Records supplied section start

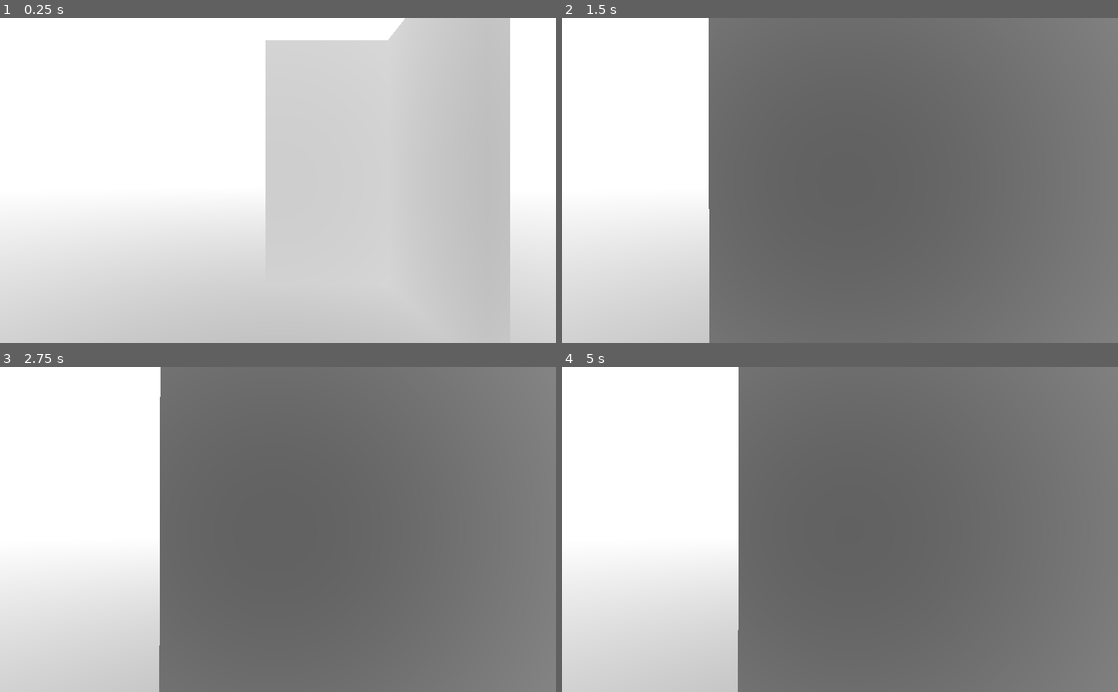
Above: before the commit, frames 1-4 (two rows, left to right).
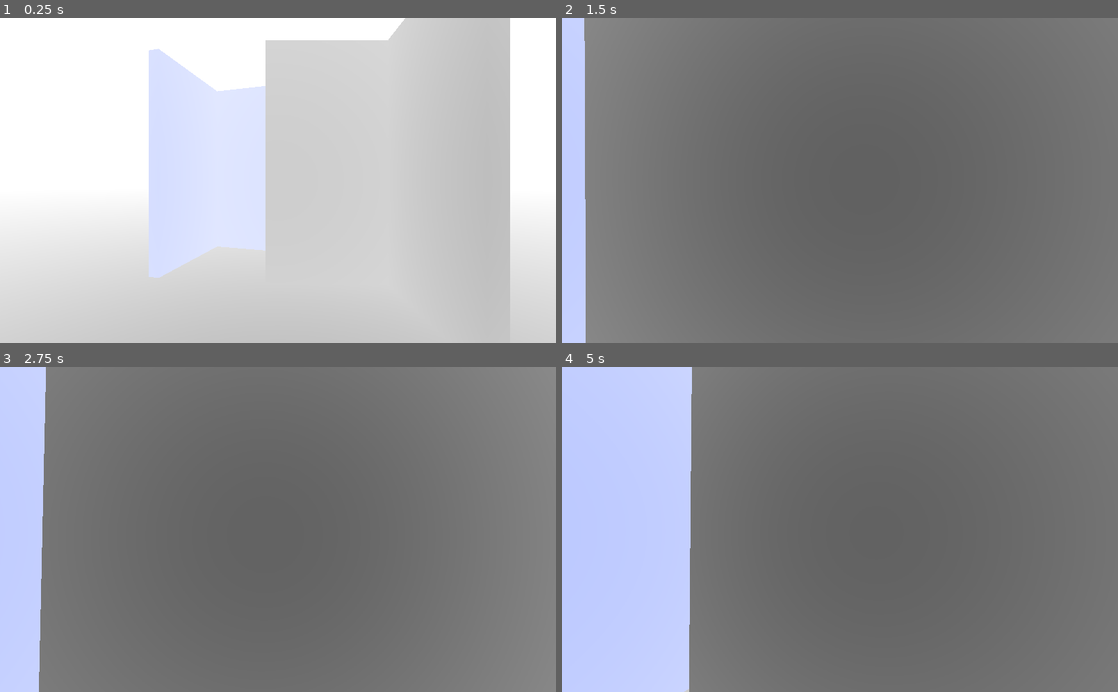
Above: after the commit, the same moments.

Repository: SmBe19/AJ8
Game: Godot game, scene res://scn/Root.tscn
Two runs of this game, one before a commit and one after it. Both use one fixed random seed, a clock stepped at 60 frames per second and the inputs below.
Inputs (mouse positions are in pixels of both pictures, inside the frame that each line leads up to):
- Up to frame 1 (0.25 s): no input
- Up to frame 2 (1.5 s): tap Enter at 0.5 s; move the mouse to (867, 180) at 0.52 s; hold W (move_forward) from 0.53 s (still down); move the mouse to (812, 180) at 1.27 s
- Up to frame 3 (2.75 s): keep holding W (move_forward); move the mouse to (289, 523) at 2.02 s
- Up to frame 4 (5 s): keep holding W (move_forward); move the mouse to (834, 536) at 2.77 s; move the mouse to (878, 532) at 3.52 s; move the mouse to (795, 526) at 4.27 s

The runs differ from the first frame. In frame 1, 10% of the frame differs, in the area x 26-48%, y 9-80%; in frame 2, 26%; in frame 3, 29%; in frame 4, 32%, in the area x 0-32%, y 0-100%.

Commit message:
glow shader

Diff:
--- a/mat/depth.tres
+++ b/mat/depth.tres
@@ -1,20 +1,7 @@
 [gd_resource type="ShaderMaterial" load_steps=2 format=2]
 
-[sub_resource type="Shader" id=1]
-code = "shader_type spatial;
-
-varying vec4 v_pos;
-
-void vertex() {
-	v_pos = (MODELVIEW_MATRIX * vec4(VERTEX, 1.0)).xyzw;
-}
-
-void fragment() {
-	vec3 pos = v_pos.xyz;//v_pos.xyz / v_pos.w;
-	pos.z = -pos.z;
-	ALBEDO.rgb = vec3(0.);
-	EMISSION.rgb = vec3(1.-1./(1.+length(pos)));
-}"
+[ext_resource path="res://src/mat_depth.shader" type="Shader" id=1]
 
 [resource]
-shader = SubResource( 1 )
+shader = ExtResource( 1 )
+shader_param/u_col = Color( 0, 0, 0, 1 )
--- a/scn/World.tscn
+++ b/scn/World.tscn
@@ -1,8 +1,9 @@
-[gd_scene load_steps=9 format=2]
+[gd_scene load_steps=13 format=2]
 
 [ext_resource path="res://src/Player.gd" type="Script" id=1]
 [ext_resource path="res://msh/testlvl.obj" type="ArrayMesh" id=2]
 [ext_resource path="res://mat/depth.tres" type="Material" id=3]
+[ext_resource path="res://src/mat_depth.shader" type="Shader" id=4]
 
 [sub_resource type="BoxShape" id=1]
 extents = Vector3( 64, 1, 64 )
@@ -16,6 +17,16 @@
 points = PoolVector3Array( 0.727928, -2.01802, -0.765685, 0.727928, 2.01802, -0.765685, 0.730457, -1.98261, -1, 0.73045 …(185 unchanged characters)…
 
 [sub_resource type="ConvexPolygonShape" id=5]
+points = PoolVector3Array( -1.21802, -2.01802, -1.01802, -1.21802, -2.01802, -0.765766, -1.21802, 2.01802, -1.01802, -1.21802, 2.01802, -0.765766, 0.72785, -2.01802, -1.01802, 0.72785, -2.01802, -0.765766, 0.72785, 2.01802, -1.01802, 0.72785, 2.01802, -0.765766 )
+
+[sub_resource type="ShaderMaterial" id=8]
+shader = ExtResource( 4 )
+shader_param/u_col = Color( 0, 0.180392, 1, 1 )
+
+[sub_resource type="ConvexPolygonShape" id=6]
+points = PoolVector3Array( 0.727928, -2.01802, -0.765685, 0.727928, 2.01802, -0.765685, 0.730457, -1.98261, -1, 0.730457, 1.98261, -1, 0.763991, -2.01802, 1.03604, 0.763991, 2.01802, 1.03604, 1.01618, -2.01802, -1.01802, 1.01618, -2.01802, 1.03604, 1.01618, 2.01802, -1.01802, 1.01618, 2.01802, 1.03604 )
+
+[sub_resource type="ConvexPolygonShape" id=7]
 points = PoolVector3Array( -1.21802, -2.01802, -1.01802, -1.21802, -2.01802, -0.765766, -1.21802, 2.01802, -1.01802, -1.21802, 2.01802, -0.765766, 0.72785, -2.01802, -1.01802, 0.72785, -2.01802, -0.765766, 0.72785, 2.01802, -1.01802, 0.72785, 2.01802, -0.765766 )
 
 [node name="World" type="Spatial"]
@@ -58,3 +69,18 @@
 [node name="CollisionShape" type="CollisionShape" parent="Wall"]
 transform = Transform( 1, 0, 0, 0, 1, 0, 0, 0, 1, 1, 2, -3 )
 shape = SubResource( 5 )
+
+[node name="Wall2" type="StaticBody" parent="."]
+
+[node name="testlvl" type="MeshInstance" parent="Wall2"]
+transform = Transform( 0.258819, 0, 0.965926, 0, 1, 0, -0.965926, 0, 0.258819, -1, 2, -5 )
+mesh = ExtResource( 2 )
+material/0 = SubResource( 8 )
+
+[node name="CollisionShape2" type="CollisionShape" parent="Wall2"]
+transform = Transform( 0.258819, 0, 0.965926, 0, 1, 0, -0.965926, 0, 0.258819, -1, 2, -5 )
+shape = SubResource( 6 )
+
+[node name="CollisionShape" type="CollisionShape" parent="Wall2"]
+transform = Transform( 0.258819, 0, 0.965926, 0, 1, 0, -0.965926, 0, 0.258819, -1, 2, -5 )
+shape = SubResource( 7 )
--- a/src/Player.gd
+++ b/src/Player.gd
@@ -1,6 +1,6 @@
 extends KinematicBody
 
-const MOUSE_SENSITIVITY = 0.0005
+const MOUSE_SENSITIVITY = 0.002
 const MAX_SPEED = 10
 const ACCEL = 4.5
 const DEACCEL= 16
--- /dev/null
+++ b/src/mat_depth.shader
@@ -0,0 +1,16 @@
+shader_type spatial;
+
+varying vec4 v_pos;
+uniform vec4 u_col : hint_color = vec4(0., 0., 0., 1.);
+
+void vertex() {
+	v_pos = (MODELVIEW_MATRIX * vec4(VERTEX, 1.0)).xyzw;
+}
+
+void fragment() {
+	vec3 pos = v_pos.xyz;//v_pos.xyz / v_pos.w;
+	pos.z = -pos.z;
+	ALBEDO.rgb = vec3(0.);
+	float closeness = 1./(1.+length(pos));
+	EMISSION.rgb = mix(vec3(1.), u_col.rgb, closeness);
+}

Records supplied section end

With the pictures dropped, write out all of the entries word for word.

Above: before the commit, frames 1-4 (two rows, left to right).
Above: after the commit, the same moments.

Repository: SmBe19/AJ8
Game: Godot game, scene res://scn/Root.tscn
Two runs of this game, one before a commit and one after it. Both use one fixed random seed, a clock stepped at 60 frames per second and the inputs below.
Inputs (mouse positions are in pixels of both pictures, inside the frame that each line leads up to):
- Up to frame 1 (0.25 s): no input
- Up to frame 2 (1.5 s): tap Enter at 0.5 s; move the mouse to (867, 180) at 0.52 s; hold W (move_forward) from 0.53 s (still down); move the mouse to (812, 180) at 1.27 s
- Up to frame 3 (2.75 s): keep holding W (move_forward); move the mouse to (289, 523) at 2.02 s
- Up to frame 4 (5 s): keep holding W (move_forward); move the mouse to (834, 536) at 2.77 s; move the mouse to (878, 532) at 3.52 s; move the mouse to (795, 526) at 4.27 s

The runs differ from the first frame. In frame 1, 10% of the frame differs, in the area x 26-48%, y 9-80%; in frame 2, 26%; in frame 3, 29%; in frame 4, 32%, in the area x 0-32%, y 0-100%.

Commit message:
glow shader

Diff:
--- a/mat/depth.tres
+++ b/mat/depth.tres
@@ -1,20 +1,7 @@
 [gd_resource type="ShaderMaterial" load_steps=2 format=2]
 
-[sub_resource type="Shader" id=1]
-code = "shader_type spatial;
-
-varying vec4 v_pos;
-
-void vertex() {
-	v_pos = (MODELVIEW_MATRIX * vec4(VERTEX, 1.0)).xyzw;
-}
-
-void fragment() {
-	vec3 pos = v_pos.xyz;//v_pos.xyz / v_pos.w;
-	pos.z = -pos.z;
-	ALBEDO.rgb = vec3(0.);
-	EMISSION.rgb = vec3(1.-1./(1.+length(pos)));
-}"
+[ext_resource path="res://src/mat_depth.shader" type="Shader" id=1]
 
 [resource]
-shader = SubResource( 1 )
+shader = ExtResource( 1 )
+shader_param/u_col = Color( 0, 0, 0, 1 )
--- a/scn/World.tscn
+++ b/scn/World.tscn
@@ -1,8 +1,9 @@
-[gd_scene load_steps=9 format=2]
+[gd_scene load_steps=13 format=2]
 
 [ext_resource path="res://src/Player.gd" type="Script" id=1]
 [ext_resource path="res://msh/testlvl.obj" type="ArrayMesh" id=2]
 [ext_resource path="res://mat/depth.tres" type="Material" id=3]
+[ext_resource path="res://src/mat_depth.shader" type="Shader" id=4]
 
 [sub_resource type="BoxShape" id=1]
 extents = Vector3( 64, 1, 64 )
@@ -16,6 +17,16 @@
 points = PoolVector3Array( 0.727928, -2.01802, -0.765685, 0.727928, 2.01802, -0.765685, 0.730457, -1.98261, -1, 0.73045 …(185 unchanged characters)…
 
 [sub_resource type="ConvexPolygonShape" id=5]
+points = PoolVector3Array( -1.21802, -2.01802, -1.01802, -1.21802, -2.01802, -0.765766, -1.21802, 2.01802, -1.01802, -1.21802, 2.01802, -0.765766, 0.72785, -2.01802, -1.01802, 0.72785, -2.01802, -0.765766, 0.72785, 2.01802, -1.01802, 0.72785, 2.01802, -0.765766 )
+
+[sub_resource type="ShaderMaterial" id=8]
+shader = ExtResource( 4 )
+shader_param/u_col = Color( 0, 0.180392, 1, 1 )
+
+[sub_resource type="ConvexPolygonShape" id=6]
+points = PoolVector3Array( 0.727928, -2.01802, -0.765685, 0.727928, 2.01802, -0.765685, 0.730457, -1.98261, -1, 0.730457, 1.98261, -1, 0.763991, -2.01802, 1.03604, 0.763991, 2.01802, 1.03604, 1.01618, -2.01802, -1.01802, 1.01618, -2.01802, 1.03604, 1.01618, 2.01802, -1.01802, 1.01618, 2.01802, 1.03604 )
+
+[sub_resource type="ConvexPolygonShape" id=7]
 points = PoolVector3Array( -1.21802, -2.01802, -1.01802, -1.21802, -2.01802, -0.765766, -1.21802, 2.01802, -1.01802, -1.21802, 2.01802, -0.765766, 0.72785, -2.01802, -1.01802, 0.72785, -2.01802, -0.765766, 0.72785, 2.01802, -1.01802, 0.72785, 2.01802, -0.765766 )
 
 [node name="World" type="Spatial"]
@@ -58,3 +69,18 @@
 [node name="CollisionShape" type="CollisionShape" parent="Wall"]
 transform = Transform( 1, 0, 0, 0, 1, 0, 0, 0, 1, 1, 2, -3 )
 shape = SubResource( 5 )
+
+[node name="Wall2" type="StaticBody" parent="."]
+
+[node name="testlvl" type="MeshInstance" parent="Wall2"]
+transform = Transform( 0.258819, 0, 0.965926, 0, 1, 0, -0.965926, 0, 0.258819, -1, 2, -5 )
+mesh = ExtResource( 2 )
+material/0 = SubResource( 8 )
+
+[node name="CollisionShape2" type="CollisionShape" parent="Wall2"]
+transform = Transform( 0.258819, 0, 0.965926, 0, 1, 0, -0.965926, 0, 0.258819, -1, 2, -5 )
+shape = SubResource( 6 )
+
+[node name="CollisionShape" type="CollisionShape" parent="Wall2"]
+transform = Transform( 0.258819, 0, 0.965926, 0, 1, 0, -0.965926, 0, 0.258819, -1, 2, -5 )
+shape = SubResource( 7 )
--- a/src/Player.gd
+++ b/src/Player.gd
@@ -1,6 +1,6 @@
 extends KinematicBody
 
-const MOUSE_SENSITIVITY = 0.0005
+const MOUSE_SENSITIVITY = 0.002
 const MAX_SPEED = 10
 const ACCEL = 4.5
 const DEACCEL= 16
--- /dev/null
+++ b/src/mat_depth.shader
@@ -0,0 +1,16 @@
+shader_type spatial;
+
+varying vec4 v_pos;
+uniform vec4 u_col : hint_color = vec4(0., 0., 0., 1.);
+
+void vertex() {
+	v_pos = (MODELVIEW_MATRIX * vec4(VERTEX, 1.0)).xyzw;
+}
+
+void fragment() {
+	vec3 pos = v_pos.xyz;//v_pos.xyz / v_pos.w;
+	pos.z = -pos.z;
+	ALBEDO.rgb = vec3(0.);
+	float closeness = 1./(1.+length(pos));
+	EMISSION.rgb = mix(vec3(1.), u_col.rgb, closeness);
+}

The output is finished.